▶ [Exercise] The task calls for an exact copy of the records, without any images.

------ Dataset excerpts ------

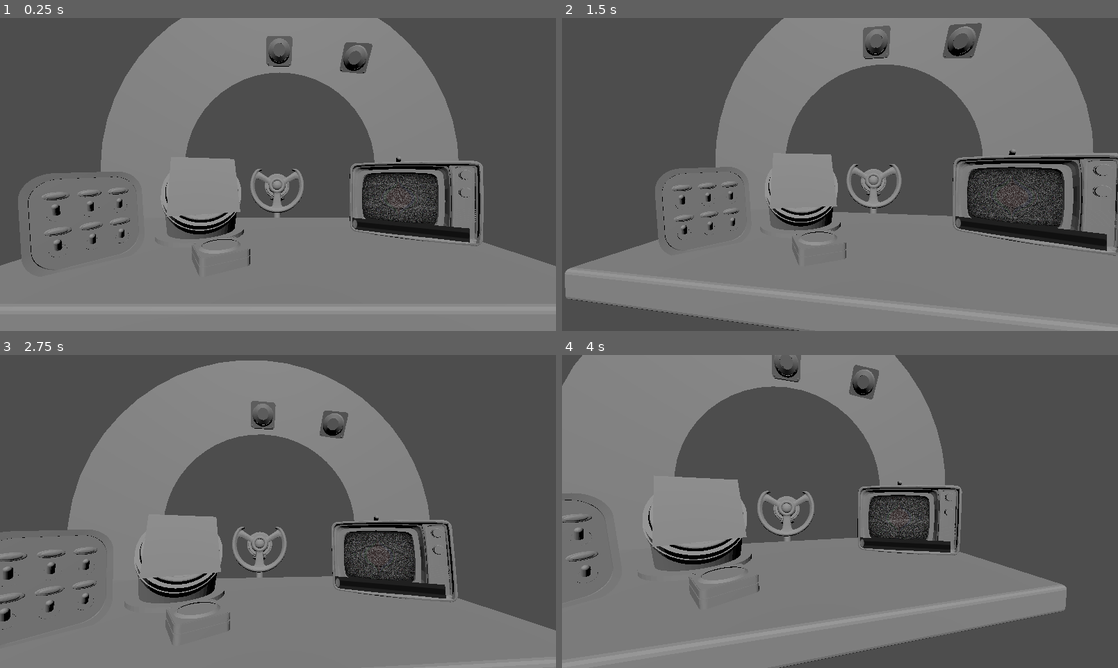
Above: before the commit, frames 1-4 (two rows, left to right).
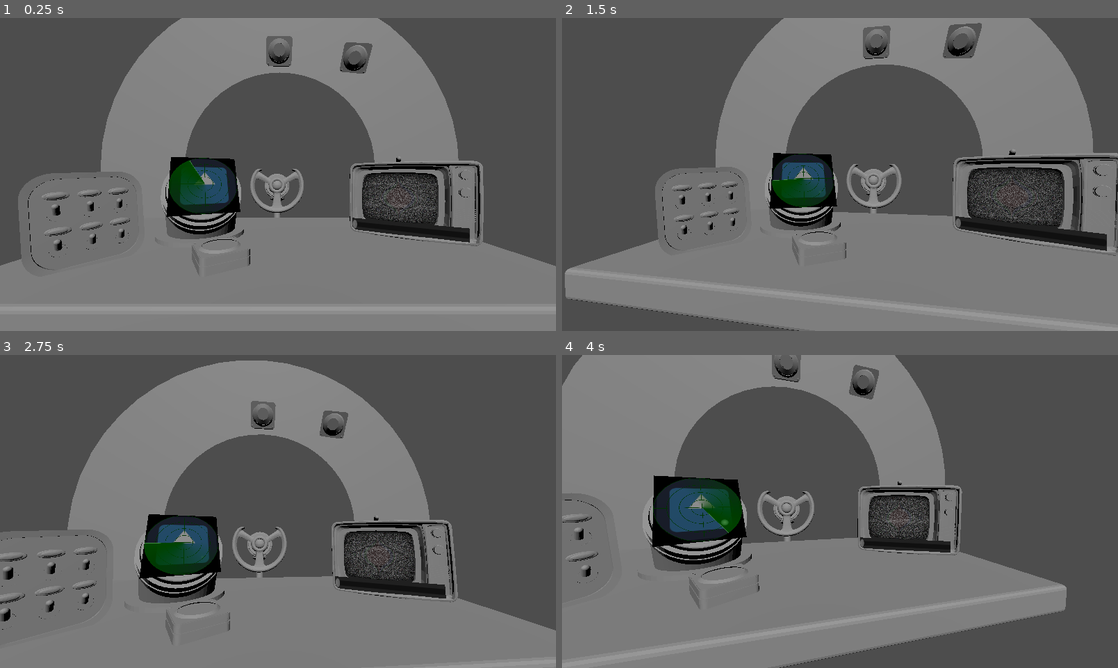
Above: after the commit, the same moments.

Repository: YAGOTAGO/UnderPressure
Game: Godot game, scene res://scenes/main.tscn
Two runs of this game, one before a commit and one after it. Both use one fixed random seed, a clock stepped at 60 frames per second and the inputs below. The engine's default icon, where the game draws it, is replaced by a stand-in: a white triangle on a blue panel in a dark square.
Inputs (mouse positions are in pixels of both pictures, inside the frame that each line leads up to):
- Up to frame 1 (0.25 s): no input
- Up to frame 2 (1.5 s): move the mouse to (962, 158) at 0.52 s; click (962, 158) at 0.6 s; drag from (728, 190) to (812, 237) at 1.27 s
- Up to frame 3 (2.75 s): move the mouse to (333, 442) at 2.02 s; click (333, 442) at 2.1 s
- Up to frame 4 (4 s): drag from (812, 574) to (673, 464) at 2.77 s; move the mouse to (1006, 558) at 3.52 s; click (1006, 558) at 3.6 s

The runs differ from the first frame. In frame 1, 2.2% of the frame differs, in the area x 29-44%, y 44-64%; in frame 2, 1.9%; in frame 3, 2.5%; in frame 4, 3.3%, in the area x 16-34%, y 38-62%.

Commit message:
Fix radar

Diff:
--- a/assets/radar/radar3D.tscn
+++ b/assets/radar/radar3D.tscn
@@ -1,7 +1,7 @@
 [gd_scene load_steps=9 format=3 uid="uid://b41kfcvyxm41"]
 
 [ext_resource type="ArrayMesh" uid="uid://65ecgbvgigv6" path="res://assets/radar/radar.obj" id="1_wykoq"]
-[ext_resource type="Script" path="res://viewport_basic.gd" id="2_gnqyk"]
+[ext_resource type="Script" path="res://scripts/viewport_basic.gd" id="2_83o4l"]
 [ext_resource type="PackedScene" uid="uid://1am2aay0iwcb" path="res://scenes/2D Components/radar.tscn" id="2_i3uii"]
 [ext_resource type="Script" path="res://scripts/3D_mouse_detection.gd" id="4_8y24s"]
 [ext_resource type="ArrayMesh" uid="uid://bimr16p6fhs7g" path="res://assets/emergency_button/emergencybuttonbase.obj" id="4_vnub0"]
@@ -23,7 +23,7 @@
 transform = Transform3D(0.988454, 0.0847243, -0.125618, -0.00513467, 0.847311, 0.531072, 0.151433, -0.524296, 0.837963, 0.247669, 0.790551, 0.270836)
 material_override = SubResource("ORMMaterial3D_x6cf8")
 mesh = SubResource("QuadMesh_qdtky")
-script = ExtResource("2_gnqyk")
+script = ExtResource("2_83o4l")
 viewport = NodePath("../SubViewport")
 
 [node name="SubViewport" type="SubViewport" parent="."]
--- a/scenes/test_scenes/click_example.tscn
+++ b/scenes/test_scenes/click_example.tscn
@@ -1,6 +1,4 @@
-[gd_scene load_steps=3 format=3 uid="uid://cgp7vlgrs8xd4"]
-
-[ext_resource type="Script" path="res://scripts/2D Scripts/mouse_detection.gd" id="1_470j2"]
+[gd_scene load_steps=2 format=3 uid="uid://cgp7vlgrs8xd4"]
 
 [sub_resource type="RectangleShape2D" id="RectangleShape2D_nojro"]
 size = Vector2(378.5, 346.5)
@@ -10,12 +8,10 @@
 [node name="Area2D" type="Area2D" parent="."]
 monitoring = false
 monitorable = false
-script = ExtResource("1_470j2")
 
 [node name="CollisionShape2D" type="CollisionShape2D" parent="Area2D"]
 position = Vector2(394, 382)
 shape = SubResource("RectangleShape2D_nojro")
 
-[connection signal="area_clicked" from="Area2D" to="." method="_on_area_2d_area_clicked"]
 [connection signal="mouse_entered" from="Area2D" to="Area2D" method="_on_mouse_entered"]
 [connection signal="mouse_exited" from="Area2D" to="Area2D" method="_on_mouse_exited"]
--- a/scenes/test_scenes/test_scene_1.tscn
+++ b/scenes/test_scenes/test_scene_1.tscn
@@ -5,3 +5,4 @@
 [node name="TestScene1" type="Node2D"]
 
 [node name="CoveredButton" parent="." instance=ExtResource("1_w6btr")]
+script = null

------

▶ [Output below]
Above: before the commit, frames 1-4 (two rows, left to right).
Above: after the commit, the same moments.

Repository: YAGOTAGO/UnderPressure
Game: Godot game, scene res://scenes/main.tscn
Two runs of this game, one before a commit and one after it. Both use one fixed random seed, a clock stepped at 60 frames per second and the inputs below. The engine's default icon, where the game draws it, is replaced by a stand-in: a white triangle on a blue panel in a dark square.
Inputs (mouse positions are in pixels of both pictures, inside the frame that each line leads up to):
- Up to frame 1 (0.25 s): no input
- Up to frame 2 (1.5 s): move the mouse to (962, 158) at 0.52 s; click (962, 158) at 0.6 s; drag from (728, 190) to (812, 237) at 1.27 s
- Up to frame 3 (2.75 s): move the mouse to (333, 442) at 2.02 s; click (333, 442) at 2.1 s
- Up to frame 4 (4 s): drag from (812, 574) to (673, 464) at 2.77 s; move the mouse to (1006, 558) at 3.52 s; click (1006, 558) at 3.6 s

The runs differ from the first frame. In frame 1, 2.2% of the frame differs, in the area x 29-44%, y 44-64%; in frame 2, 1.9%; in frame 3, 2.5%; in frame 4, 3.3%, in the area x 16-34%, y 38-62%.

Commit message:
Fix radar

Diff:
--- a/assets/radar/radar3D.tscn
+++ b/assets/radar/radar3D.tscn
@@ -1,7 +1,7 @@
 [gd_scene load_steps=9 format=3 uid="uid://b41kfcvyxm41"]
 
 [ext_resource type="ArrayMesh" uid="uid://65ecgbvgigv6" path="res://assets/radar/radar.obj" id="1_wykoq"]
-[ext_resource type="Script" path="res://viewport_basic.gd" id="2_gnqyk"]
+[ext_resource type="Script" path="res://scripts/viewport_basic.gd" id="2_83o4l"]
 [ext_resource type="PackedScene" uid="uid://1am2aay0iwcb" path="res://scenes/2D Components/radar.tscn" id="2_i3uii"]
 [ext_resource type="Script" path="res://scripts/3D_mouse_detection.gd" id="4_8y24s"]
 [ext_resource type="ArrayMesh" uid="uid://bimr16p6fhs7g" path="res://assets/emergency_button/emergencybuttonbase.obj" id="4_vnub0"]
@@ -23,7 +23,7 @@
 transform = Transform3D(0.988454, 0.0847243, -0.125618, -0.00513467, 0.847311, 0.531072, 0.151433, -0.524296, 0.837963, 0.247669, 0.790551, 0.270836)
 material_override = SubResource("ORMMaterial3D_x6cf8")
 mesh = SubResource("QuadMesh_qdtky")
-script = ExtResource("2_gnqyk")
+script = ExtResource("2_83o4l")
 viewport = NodePath("../SubViewport")
 
 [node name="SubViewport" type="SubViewport" parent="."]
--- a/scenes/test_scenes/click_example.tscn
+++ b/scenes/test_scenes/click_example.tscn
@@ -1,6 +1,4 @@
-[gd_scene load_steps=3 format=3 uid="uid://cgp7vlgrs8xd4"]
-
-[ext_resource type="Script" path="res://scripts/2D Scripts/mouse_detection.gd" id="1_470j2"]
+[gd_scene load_steps=2 format=3 uid="uid://cgp7vlgrs8xd4"]
 
 [sub_resource type="RectangleShape2D" id="RectangleShape2D_nojro"]
 size = Vector2(378.5, 346.5)
@@ -10,12 +8,10 @@
 [node name="Area2D" type="Area2D" parent="."]
 monitoring = false
 monitorable = false
-script = ExtResource("1_470j2")
 
 [node name="CollisionShape2D" type="CollisionShape2D" parent="Area2D"]
 position = Vector2(394, 382)
 shape = SubResource("RectangleShape2D_nojro")
 
-[connection signal="area_clicked" from="Area2D" to="." method="_on_area_2d_area_clicked"]
 [connection signal="mouse_entered" from="Area2D" to="Area2D" method="_on_mouse_entered"]
 [connection signal="mouse_exited" from="Area2D" to="Area2D" method="_on_mouse_exited"]
--- a/scenes/test_scenes/test_scene_1.tscn
+++ b/scenes/test_scenes/test_scene_1.tscn
@@ -5,3 +5,4 @@
 [node name="TestScene1" type="Node2D"]
 
 [node name="CoveredButton" parent="." instance=ExtResource("1_w6btr")]
+script = null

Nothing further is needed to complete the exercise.